# PHY6200 W07

## Chapter 11: Coupled Oscillators and Normal Modes

### Two Masses and Three Springs

Our model system for this study consists of two masses, m1 and m2, each connected to a fixed support by springs of spring constants k1 and k3, and coupled to each other by a third spring of spring constant k2. There is some equilibrium position where the net force on each mass is zero. Measure the locations of each mass from their corresponding equilibrium position, call them x1 and x2. Then the kinetic energy of the system is

T = ½m1x1dot² + ½m2x2dot²

The potential energy of the system comes from stretching or compressing the springs. The change in length of k1 is x1 and the change in length of k3 is x2. The change in length of k2 is (x1 - x2); if both masses are displaced by an equal amount in the same direction, then k2 doesn't change length. The potential energy is

U = ½k1x1² + ½k2(x1 - x2)² + ½k3x2²

The Lagrangian for the system is

L = T - U = ½m1x1dot² + ½m2x2dot² - ½k1x1² - ½k2(x1 - x2)² - ½k3x2²

Lagrange's equations yield the following equations of motion

mx1ddot = -k1x1 - k2(x1 - x2) = -(k1 + k2)x1 + k2x2
mx2ddot = k2(x1 - x2) -k3x2 = k2x1 - (k2 + k3)x2

This can be written more compactly (and usefully) by introducing matrix notation.
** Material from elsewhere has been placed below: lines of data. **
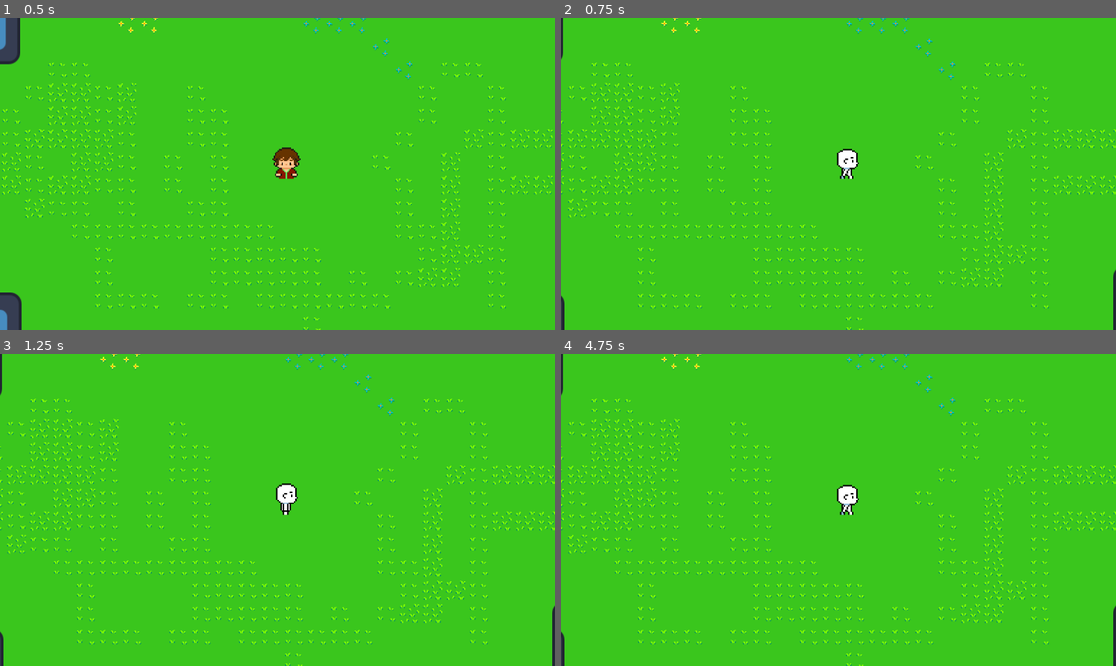
Above: before the commit, frames 1-4 (two rows, left to right).
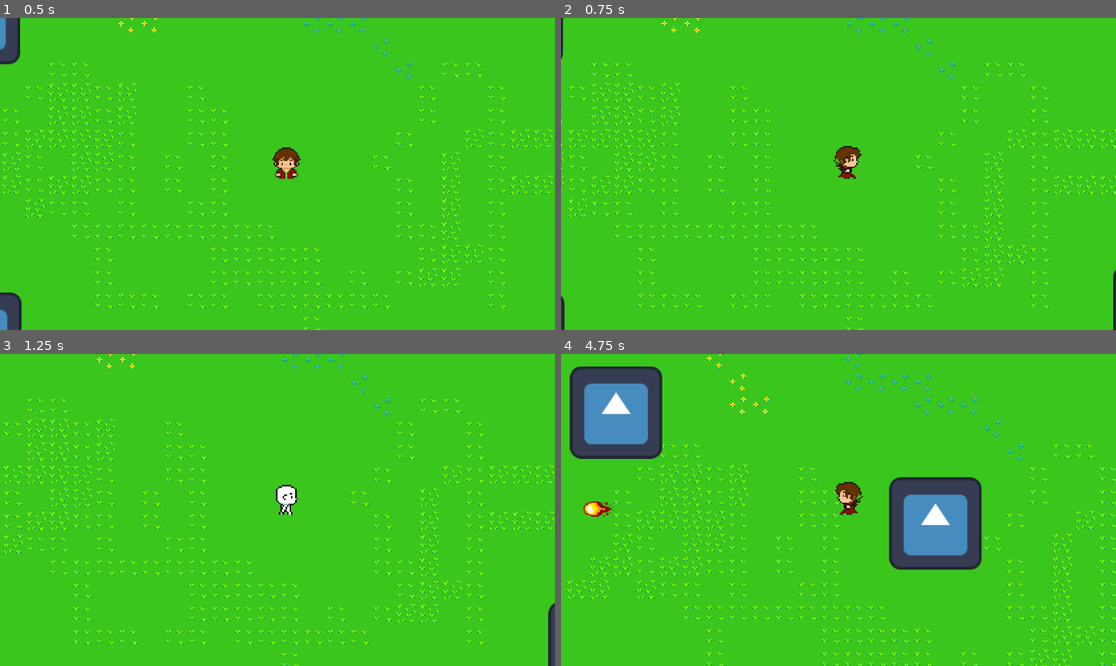
Above: after the commit, the same moments.

Repository: AlexGarciaPrada/Zelda-like-Game
Game: Godot game, scene res://PruebasAlex.tscn
Two runs of this game, one before a commit and one after it. Both use one fixed random seed, a clock stepped at 60 frames per second and the inputs below. The engine's default icon, where the game draws it, is replaced by a stand-in: a white triangle on a blue panel in a dark square.
Inputs:
- Up to frame 1 (0.5 s): no input
- Up to frame 2 (0.75 s): tap Enter at 0.5 s; hold Right (ui_right) from 0.53 s (still down); tap M (Attack) at 0.6 s
- Up to frame 3 (1.25 s): keep holding Right (ui_right); tap F (FireBall) at 0.8 s
- Up to frame 4 (4.75 s): release Right (ui_right) at 1.28 s; hold Down (ui_down) 1.28-2.03 s; tap F (FireBall) at 1.35, 2.3, 2.85, 3.8 s; tap M (Attack) at 1.55, 2.1, 3.05, 4.55 s; hold Right (ui_right) 2.03-2.78 s; hold Up (ui_up) 2.78-3.53 s; hold Left (ui_left) from 3.53 s (still down); tap I (Invisiblity) at 3.6 s; tap Ctrl at 4.35 s

Frame 1 is identical in both runs. In frame 2, 0.4% of the frame differs, in the area x 49-55%, y 40-52%; in frame 3, 6.6%; in frame 4, 17%, in the area x 0-100%, y 0-100%.

Commit message:
Lanzar hechizos animacion

Diff:
--- a/FireBall.tscn
+++ b/FireBall.tscn
@@ -43,7 +43,7 @@
 }]
 
 [node name="FireBall" type="CharacterBody2D" groups=["Weapon"]]
-scale = Vector2(0.61, 0.61)
+scale = Vector2(0.36, 0.36)
 script = ExtResource("1_eo5ir")
 
 [node name="Area2D" type="Area2D" parent="." groups=["Weapon"]]
--- a/Wizard.tscn
+++ b/Wizard.tscn
@@ -1,41 +1,27 @@
-[gd_scene load_steps=79 format=3 uid="uid://2ub8tjjgslhi"]
+[gd_scene load_steps=71 format=3 uid="uid://2ub8tjjgslhi"]
 
 [ext_resource type="Script" path="res://ShortAttack.gd" id="1_oux7l"]
-[ext_resource type="Texture2D" uid="uid://brra152o3c87p" path="res://Assets Videojuego/Sprites/Personajes/Modelo/Down/Attack/Close Attack/Abajo attack cerca.png" id="2_2knl1"]
-[ext_resource type="Texture2D" uid="uid://bl3ikjsloy3mt" path="res://Assets Videojuego/Sprites/Personajes/Modelo/Down/Idle/Abajo idle.png" id="2_5a2m7"]
 [ext_resource type="Texture2D" uid="uid://c22by4prvkljp" path="res://Assets Videojuego/Sprites/Personajes/Modelo/Down/Walk/Abajo.png" id="2_6egme"]
-[ext_resource type="Texture2D" uid="uid://cyvrbpeckvqe0" path="res://Assets Videojuego/Sprites/Personajes/Modelo/Left/Attack/Close Attack/Izquierda attack cerca.png" id="3_bucp0"]
 [ext_resource type="Texture2D" uid="uid://drw8hnhfx6w5s" path="res://Assets Videojuego/Sprites/Personajes/Protagonista/Down/Attack/Close Attack/Green/Abajo prota attack verde.png" id="3_sou3v"]
-[ext_resource type="Texture2D" uid="uid://cc70unaca17v6" path="res://Assets Videojuego/Sprites/Personajes/Modelo/Up/Idle/Arriba idle.png" id="3_yuej2"]
-[ext_resource type="Texture2D" uid="uid://byih3xsfp4nsc" path="res://Assets Videojuego/Sprites/Personajes/Modelo/Right/Attack/Close Attack/Derecha attack cerca.png" id="4_woond"]
-[ext_resource type="Texture2D" uid="uid://dumv7hxlkhyoc" path="res://Assets Videojuego/Sprites/Personajes/Modelo/Right/Idle/Derecha idle.png" id="4_yhna1"]
-[ext_resource type="Texture2D" uid="uid://dbpr02eexfqsu" path="res://Assets Videojuego/Sprites/Personajes/Modelo/Up/Attack/Close Attack/Arriba attack cerca.png" id="5_np6x4"]
-[ext_resource type="Texture2D" uid="uid://c87qvuhbeyr1x" path="res://Assets Videojuego/Sprites/Personajes/Modelo/Left/Idle/Izquierda idle.png" id="5_oyi50"]
+[ext_resource type="Texture2D" uid="uid://bbof812u2jnuq" path="res://Assets Videojuego/Sprites/Personajes/Protagonista/Left/Attack/Close Attack/Green/Izquierda prota attack verde.png" id="5_btylt"]
 [ext_resource type="Texture2D" uid="uid://bqvy5ev11cpbd" path="res://Assets Videojuego/Sprites/Personajes/Modelo/Up/Walk/Arriba walk.png" id="7_6lcvy"]
+[ext_resource type="Texture2D" uid="uid://bxwv70kbkk105" path="res://Assets Videojuego/Sprites/Personajes/Protagonista/Right/Attack/Close Attack/Green/Derecha prota attack verde.png" id="7_7opwa"]
 [ext_resource type="Texture2D" uid="uid://bbgllh2tar76v" path="res://Assets Videojuego/Sprites/Personajes/Protagonista/Down/Idle/Abajo prota idle.png" id="7_fltrc"]
-[ext_resource type="Texture2D" uid="uid://dtffs5b4pyh1q" path="res://Assets Videojuego/Sprites/Personajes/Protagonista/Up/Attack/Close Attack/Blue/Arriba prota attack azul.png" id="7_h0du3"]
 [ext_resource type="Texture2D" uid="uid://roictpoht6qe" path="res://Assets Videojuego/Sprites/Personajes/Modelo/Right/Walk/Derecha walk.png" id="8_wjhos"]
 [ext_resource type="Texture2D" uid="uid://cwxiw758l4od5" path="res://Assets Videojuego/Sprites/Personajes/Protagonista/Left/Idle/Izquierda idle prota.png" id="9_7jxq4"]
+[ext_resource type="Texture2D" uid="uid://celmmawhxcnvp" path="res://Assets Videojuego/Sprites/Personajes/Protagonista/Up/Attack/Close Attack/Green/Arriba prota attack verde (1).png" id="9_nih7w"]
 [ext_resource type="Texture2D" uid="uid://dhqyi2euhfboi" path="res://Assets Videojuego/Sprites/Personajes/Modelo/Left/Walk/Izquierda walk.png" id="9_r0bdq"]
+[ext_resource type="Texture2D" uid="uid://cplfff6ck2t50" path="res://Assets Videojuego/Sprites/Personajes/Protagonista/Down/Attack/Large Attack/Green/Abajo prota attack verde.png" id="10_bqqb2"]
 [ext_resource type="PackedScene" uid="uid://bjbcy3deg87lu" path="res://ShortAttack.tscn" id="10_exo8t"]
+[ext_resource type="Texture2D" uid="uid://68l2jnw3qg0n" path="res://Assets Videojuego/Sprites/Personajes/Protagonista/Left/Attack/Large Attack/Green/Izquierda prota attack verde.png" id="11_chbd5"]
 [ext_resource type="Texture2D" uid="uid://b7hss45ro8yd0" path="res://Assets Videojuego/Sprites/Personajes/Protagonista/Up/Idle/Arriba idle prota.png" id="11_mrr0d"]
 [ext_resource type="Texture2D" uid="uid://crnmtdutdpu5x" path="res://Assets Videojuego/Sprites/Personajes/Protagonista/Right/Idle/Derecha idle prota.png" id="11_rfj4j"]
+[ext_resource type="Texture2D" uid="uid://dtqdvejtf0bqu" path="res://Assets Videojuego/Sprites/Personajes/Protagonista/Right/Attack/Large Attack/Green/Derecha prota attack verde.png" id="12_tjoxb"]
+[ext_resource type="Texture2D" uid="uid://d0qfapmgt6knp" path="res://Assets Videojuego/Sprites/Personajes/Protagonista/Up/Attack/Large Attack/Green/Arriba prota attack verde.png" id="13_2l1od"]
 
 [sub_resource type="RectangleShape2D" id="RectangleShape2D_glctq"]
 size = Vector2(41, 49)
 
-[sub_resource type="AtlasTexture" id="AtlasTexture_cfuhe"]
-atlas = ExtResource("2_2knl1")
-region = Rect2(0, 0, 32, 32)
-
-[sub_resource type="AtlasTexture" id="AtlasTexture_bds7o"]
-atlas = ExtResource("2_2knl1")
-region = Rect2(32, 0, 32, 32)
-
-[sub_resource type="AtlasTexture" id="AtlasTexture_fpf7b"]
-atlas = ExtResource("2_2knl1")
-region = Rect2(0, 32, 32, 32)
-
 [sub_resource type="AtlasTexture" id="AtlasTexture_upgg6"]
 atlas = ExtResource("3_sou3v")
 region = Rect2(0, 0, 32, 32)
@@ -48,60 +34,40 @@
 atlas = ExtResource("3_sou3v")
 region = Rect2(0, 32, 32, 32)
 
-[sub_resource type="AtlasTexture" id="AtlasTexture_u7gmg"]
-atlas = ExtResource("3_bucp0")
-region = Rect2(0, 0, 32, 32)
-
-[sub_resource type="AtlasTexture" id="AtlasTexture_e8dyt"]
-atlas = ExtResource("3_bucp0")
-region = Rect2(32, 0, 32, 32)
-
-[sub_resource type="AtlasTexture" id="AtlasTexture_hgwsc"]
-atlas = ExtResource("3_bucp0")
-region = Rect2(0, 32, 32, 32)
-
-[sub_resource type="AtlasTexture" id="AtlasTexture_gbka4"]
-atlas = ExtResource("4_woond")
-region = Rect2(0, 0, 32, 32)
-
-[sub_resource type="AtlasTexture" id="AtlasTexture_le1bf"]
-atlas = ExtResource("4_woond")
-region = Rect2(32, 0, 32, 32)
-
-[sub_resource type="AtlasTexture" id="AtlasTexture_5v2b4"]
-atlas = ExtResource("4_woond")
-region = Rect2(0, 32, 32, 32)
-
-[sub_resource type="AtlasTexture" id="AtlasTexture_jsfn3"]
-atlas = ExtResource("5_np6x4")
-region = Rect2(0, 0, 32, 32)
-
-[sub_resource type="AtlasTexture" id="AtlasTexture_54ij7"]
-atlas = ExtResource("5_np6x4")
-region = Rect2(32, 0, 32, 32)
-
-[sub_resource type="AtlasTexture" id="AtlasTexture_ybral"]
-atlas = ExtResource("5_np6x4")
-region = Rect2(0, 32, 32, 32)
-
-[sub_resource type="AtlasTexture" id="AtlasTexture_4o2wi"]
-atlas = ExtResource("7_h0du3")
-region = Rect2(0, 0, 32, 32)
-
-[sub_resource type="AtlasTexture" id="AtlasTexture_fcs2t"]
-atlas = ExtResource("7_h0du3")
-region = Rect2(32, 0, 32, 32)
-
-[sub_resource type="AtlasTexture" id="AtlasTexture_33u4v"]
-atlas = ExtResource("7_h0du3")
-region = Rect2(0, 32, 32, 32)
-
-[sub_resource type="AtlasTexture" id="AtlasTexture_ddhlk"]
-atlas = ExtResource("2_5a2m7")
-region = Rect2(0, 0, 32, 32)
-
-[sub_resource type="AtlasTexture" id="AtlasTexture_dd8tc"]
-atlas = ExtResource("2_5a2m7")
+[sub_resource type="AtlasTexture" id="AtlasTexture_d42ep"]
+atlas = ExtResource("5_btylt")
+region = Rect2(0, 0, 32, 32)
+
+[sub_resource type="AtlasTexture" id="AtlasTexture_1bvvs"]
+atlas = ExtResource("5_btylt")
+region = Rect2(32, 0, 32, 32)
+
+[sub_resource type="AtlasTexture" id="AtlasTexture_806ja"]
+atlas = ExtResource("5_btylt")
+region = Rect2(0, 32, 32, 32)
+
+[sub_resource type="AtlasTexture" id="AtlasTexture_v3swu"]
+atlas = ExtResource("7_7opwa")
+region = Rect2(0, 0, 32, 32)
+
+[sub_resource type="AtlasTexture" id="AtlasTexture_haryt"]
+atlas = ExtResource("7_7opwa")
+region = Rect2(32, 0, 32, 32)
+
+[sub_resource type="AtlasTexture" id="AtlasTexture_e7r26"]
+atlas = ExtResource("7_7opwa")
+region = Rect2(0, 32, 32, 32)
+
+[sub_resource type="AtlasTexture" id="AtlasTexture_sj48t"]
+atlas = ExtResource("9_nih7w")
+region = Rect2(0, 0, 32, 32)
+
+[sub_resource type="AtlasTexture" id="AtlasTexture_yqkry"]
+atlas = ExtResource("9_nih7w")
+region = Rect2(32, 0, 32, 32)
+
+[sub_resource type="AtlasTexture" id="AtlasTexture_poww6"]
+atlas = ExtResource("9_nih7w")
 region = Rect2(0, 32, 32, 32)
 
 [sub_resource type="AtlasTexture" id="AtlasTexture_70y8m"]
@@ -120,14 +86,6 @@
 atlas = ExtResource("7_fltrc")
 region = Rect2(32, 32, 32, 32)
 
-[sub_resource type="AtlasTexture" id="AtlasTexture_bds3y"]
-atlas = ExtResource("5_oyi50")
-region = Rect2(0, 0, 32, 32)
-
-[sub_resource type="AtlasTexture" id="AtlasTexture_liixq"]
-atlas = ExtResource("5_oyi50")
-region = Rect2(0, 32, 32, 32)
-
 [sub_resource type="AtlasTexture" id="AtlasTexture_cfkmm"]
 atlas = ExtResource("9_7jxq4")
 region = Rect2(0, 0, 32, 32)
@@ -144,14 +102,6 @@
 atlas = ExtResource("9_7jxq4")
 region = Rect2(32, 32, 32, 32)
 
-[sub_resource type="AtlasTexture" id="AtlasTexture_cgu4s"]
-atlas = ExtResource("4_yhna1")
-region = Rect2(0, 0, 32, 32)
-
-[sub_resource type="AtlasTexture" id="AtlasTexture_kgkwv"]
-atlas = ExtResource("4_yhna1")
-region = Rect2(0, 32, 32, 32)
-
 [sub_resource type="AtlasTexture" id="AtlasTexture_6pxel"]
 atlas = ExtResource("11_rfj4j")
 region = Rect2(0, 0, 32, 32)
@@ -168,14 +118,6 @@
 atlas = ExtResource("11_rfj4j")
 region = Rect2(32, 32, 32, 32)
 
-[sub_resource type="AtlasTexture" id="AtlasTexture_l6eew"]
-atlas = ExtResource("3_yuej2")
-region = Rect2(0, 0, 32, 32)
-
-[sub_resource type="AtlasTexture" id="AtlasTexture_v8sml"]
-atlas = ExtResource("3_yuej2")
-region = Rect2(0, 32, 32, 32)
-
 [sub_resource type="AtlasTexture" id="AtlasTexture_mst0d"]
 atlas = ExtResource("11_mrr0d")
 region = Rect2(0, 0, 32, 32)
@@ -184,6 +126,38 @@
 atlas = ExtResource("11_mrr0d")
 region = Rect2(0, 32, 32, 32)
 
+[sub_resource type="AtlasTexture" id="AtlasTexture_qd1xd"]
+atlas = ExtResource("10_bqqb2")
+region = Rect2(0, 0, 32, 32)
+
+[sub_resource type="AtlasTexture" id="AtlasTexture_y7clw"]
+atlas = ExtResource("10_bqqb2")
+region = Rect2(0, 32, 32, 32)
+
+[sub_resource type="AtlasTexture" id="AtlasTexture_cnw6n"]
+atlas = ExtResource("11_chbd5")
+region = Rect2(0, 0, 32, 32)
+
+[sub_resource type="AtlasTexture" id="AtlasTexture_tf7p1"]
+atlas = ExtResource("11_chbd5")
+region = Rect2(0, 32, 32, 32)
+
+[sub_resource type="AtlasTexture" id="AtlasTexture_6rtrx"]
+atlas = ExtResource("12_tjoxb")
+region = Rect2(0, 0, 32, 32)
+
+[sub_resource type="AtlasTexture" id="AtlasTexture_n6kul"]
+atlas = ExtResource("12_tjoxb")
+region = Rect2(0, 32, 32, 32)
+
+[sub_resource type="AtlasTexture" id="AtlasTexture_rsam0"]
+atlas = ExtResource("13_2l1od")
+region = Rect2(0, 0, 32, 32)
+
+[sub_resource type="AtlasTexture" id="AtlasTexture_asnak"]
+atlas = ExtResource("13_2l1od")
+region = Rect2(0, 32, 32, 32)
+
 [sub_resource type="AtlasTexture" id="AtlasTexture_gyqos"]
 atlas = ExtResource("2_6egme")
 region = Rect2(0, 0, 32, 32)
@@ -252,20 +226,6 @@
 animations = [{
 "frames": [{
 "duration": 1.0,
-"texture": SubResource("AtlasTexture_cfuhe")
-}, {
-"duration": 1.0,
-"texture": SubResource("AtlasTexture_bds7o")
-}, {
-"duration": 1.0,
-"texture": SubResource("AtlasTexture_fpf7b")
-}],
-"loop": false,
-"name": &"attack down",
-"speed": 5.0
-}, {
-"frames": [{
-"duration": 1.0,
 "texture": SubResource("AtlasTexture_upgg6")
 }, {
 "duration": 1.0,
@@ -280,55 +240,41 @@
 }, {
 "frames": [{
 "duration": 1.0,
-"texture": SubResource("AtlasTexture_u7gmg")
-}, {
-"duration": 1.0,
-"texture": SubResource("AtlasTexture_e8dyt")
-}, {
-"duration": 1.0,
-"texture": SubResource("AtlasTexture_hgwsc")
-}],
-"loop": false,
-"name": &"attack left",
-"speed": 5.0
-}, {
-"frames": [{
-"duration": 1.0,
-"texture": SubResource("AtlasTexture_gbka4")
-}, {
-"duration": 1.0,
-"texture": SubResource("AtlasTexture_le1bf")
-}, {
-"duration": 1.0,
-"texture": SubResource("AtlasTexture_5v2b4")
-}],
-"loop": false,
-"name": &"attack right",
-"speed": 5.0
-}, {
-"frames": [{
-"duration": 1.0,
-"texture": SubResource("AtlasTexture_jsfn3")
-}, {
-"duration": 1.0,
-"texture": SubResource("AtlasTexture_54ij7")
-}, {
-"duration": 1.0,
-"texture": SubResource("AtlasTexture_ybral")
-}],
-"loop": false,
-"name": &"attack up",
-"speed": 5.0
-}, {
-"frames": [{
-"duration": 1.0,
-"texture": SubResource("AtlasTexture_4o2wi")
-}, {
-"duration": 1.0,
-"texture": SubResource("AtlasTexture_fcs2t")
-}, {
-"duration": 1.0,
-"texture": SubResource("AtlasTexture_33u4v")
+"texture": SubResource("AtlasTexture_d42ep")
+}, {
+"duration": 1.0,
+"texture": SubResource("AtlasTexture_1bvvs")
+}, {
+"duration": 1.0,
+"texture": SubResource("AtlasTexture_806ja")
+}],
+"loop": false,
+"name": &"attack left wizard",
+"speed": 5.0
+}, {
+"frames": [{
+"duration": 1.0,
+"texture": SubResource("AtlasTexture_v3swu")
+}, {
+"duration": 1.0,
+"texture": SubResource("AtlasTexture_haryt")
+}, {
+"duration": 1.0,
+"texture": SubResource("AtlasTexture_e7r26")
+}],
+"loop": false,
+"name": &"attack right wizard",
+"speed": 5.0
+}, {
+"frames": [{
+"duration": 1.0,
+"texture": SubResource("AtlasTexture_sj48t")
+}, {
+"duration": 1.0,
+"texture": SubResource("AtlasTexture_yqkry")
+}, {
+"duration": 1.0,
+"texture": SubResource("AtlasTexture_poww6")
 }],
 "loop": false,
 "name": &"attack up wizard",
@@ -336,17 +282,6 @@
 }, {
 "frames": [{
 "duration": 1.5,
-"texture": SubResource("AtlasTexture_ddhlk")
-}, {
-"duration": 1.5,
-"texture": SubResource("AtlasTexture_dd8tc")
-}],
-"loop": true,
-"name": &"idle down",
-"speed": 5.0
-}, {
-"frames": [{
-"duration": 1.5,
 "texture": SubResource("AtlasTexture_70y8m")
 }, {
 "duration": 1.5,
@@ -364,17 +299,6 @@
 }, {
 "frames": [{
 "duration": 1.5,
-"texture": SubResource("AtlasTexture_bds3y")
-}, {
-"duration": 1.5,
-"texture": SubResource("AtlasTexture_liixq")
-}],
-"loop": true,
-"name": &"idle left",
-"speed": 5.0
-}, {
-"frames": [{
-"duration": 1.5,
 "texture": SubResource("AtlasTexture_cfkmm")
 }, {
 "duration": 1.5,
@@ -392,17 +316,6 @@
 }, {
 "frames": [{
 "duration": 1.5,
-"texture": SubResource("AtlasTexture_cgu4s")
-}, {
-"duration": 1.5,
-"texture": SubResource("AtlasTexture_kgkwv")
-}],
-"loop": true,
-"name": &"idle right",
-"speed": 5.0
-}, {
-"frames": [{
-"duration": 1.5,
 "texture": SubResource("AtlasTexture_6pxel")
 }, {
 "duration": 1.5,
@@ -420,17 +333,6 @@
 }, {
 "frames": [{
 "duration": 1.5,
-"texture": SubResource("AtlasTexture_l6eew")
-}, {
-"duration": 1.5,
-"texture": SubResource("AtlasTexture_v8sml")
-}],
-"loop": true,
-"name": &"idle up",
-"speed": 5.0
-}, {
-"frames": [{
-"duration": 1.5,
 "texture": SubResource("AtlasTexture_mst0d")
 }, {
 "duration": 1.5,
@@ -438,6 +340,50 @@
 }],
 "loop": true,
 "name": &"idle up wizard",
+"speed": 5.0
+}, {
+"frames": [{
+"duration": 1.0,
+"texture": SubResource("AtlasTexture_qd1xd")
+}, {
+"duration": 1.0,
+"texture": SubResource("AtlasTexture_y7clw")
+}],
+"loop": false,
+"name": &"spell attack down wizard",
+"speed": 5.0
+}, {
+"frames": [{
+"duration": 1.0,
+"texture": SubResource("AtlasTexture_cnw6n")
+}, {
+"duration": 1.0,
+"texture": SubResource("AtlasTexture_tf7p1")
+}],
+"loop": false,
+"name": &"spell attack left wizard",
+"speed": 5.0
+}, {
+"frames": [{
+"duration": 1.0,
+"texture": SubResource("AtlasTexture_6rtrx")
+}, {
+"duration": 1.0,
+"texture": SubResource("AtlasTexture_n6kul")
+}],
+"loop": false,
+"name": &"spell attack right wizard",
+"speed": 5.0
+}, {
+"frames": [{
+"duration": 1.0,
+"texture": SubResource("AtlasTexture_rsam0")
+}, {
+"duration": 1.0,
+"texture": SubResource("AtlasTexture_asnak")
+}],
+"loop": false,
+"name": &"spell attack up wizard",
 "speed": 5.0
 }, {
 "frames": [{
@@ -525,7 +471,9 @@
 position = Vector2(13.25, -14)
 scale = Vector2(1.875, 1.875)
 sprite_frames = SubResource("SpriteFrames_p3m2i")
-animation = &"attack up wizard"
+animation = &"spell attack down wizard"
+frame = 1
+frame_progress = 1.0
 
 [node name="Weapon" parent="." instance=ExtResource("10_exo8t")]
 visible = false
Binary file added: Assets Videojuego/Sprites/Personajes/Protagonista/Down/Attack/Large Attack/Green/Abajo prota attack verde.png
Not shown, added: Assets Videojuego/Sprites/Personajes/Protagonista/Down/Attack/Large Attack/Green/Abajo prota attack verde.png.import
Not shown, added: Assets Videojuego/Sprites/Personajes/Protagonista/Left/Attack/Close Attack/Blue/Izquierda prota attack azul.png.import
Not shown, added: Assets Videojuego/Sprites/Personajes/Protagonista/Left/Attack/Close Attack/Green/Izquierda prota attack verde.png.import
Not shown, added: Assets Videojuego/Sprites/Personajes/Protagonista/Left/Attack/Close Attack/No color/Izquierda prota attack.png.import
Renamed: Assets Videojuego/Sprites/Personajes/Protagonista/Left/Attack/Close Attack/Morado/Izquierda prota attack morado.png -> Assets Videojuego/Sprites/Personajes/Protagonista/Left/Attack/Close Attack/Purple/Izquierda prota attack morado.png
Not shown, added: Assets Videojuego/Sprites/Personajes/Protagonista/Left/Attack/Close Attack/Purple/Izquierda prota attack morado.png.import
Not shown, added: Assets Videojuego/Sprites/Personajes/Protagonista/Left/Attack/Close Attack/Red/Izquierda prota attack rojo.png.import
Not shown, added: Assets Videojuego/Sprites/Personajes/Protagonista/Left/Attack/Close Attack/Yellow/Izquierda prota attack amarillo.png.import
Binary file added: Assets Videojuego/Sprites/Personajes/Protagonista/Left/Attack/Large Attack/Green/Izquierda prota attack verde.png
Not shown, added: Assets Videojuego/Sprites/Personajes/Protagonista/Left/Attack/Large Attack/Green/Izquierda prota attack verde.png.import
Not shown, added: Assets Videojuego/Sprites/Personajes/Protagonista/Right/Attack/Close Attack/Blue/Derecha prota attack azul.png.import
(and 10 more such lines)

Let x be the column vector (x1, x2), then xdot is the column vector (x1dot, x2dot), and xddot is the column vector (x1ddot, x2ddot). The equations of motion can be written in the form

Mxddot = -Kx

where M is the diagonal matrix [(m1, 0), (0, m2)] and K is the matrix [((k1 + k2), -k2), (-k2, (k2 + k3))].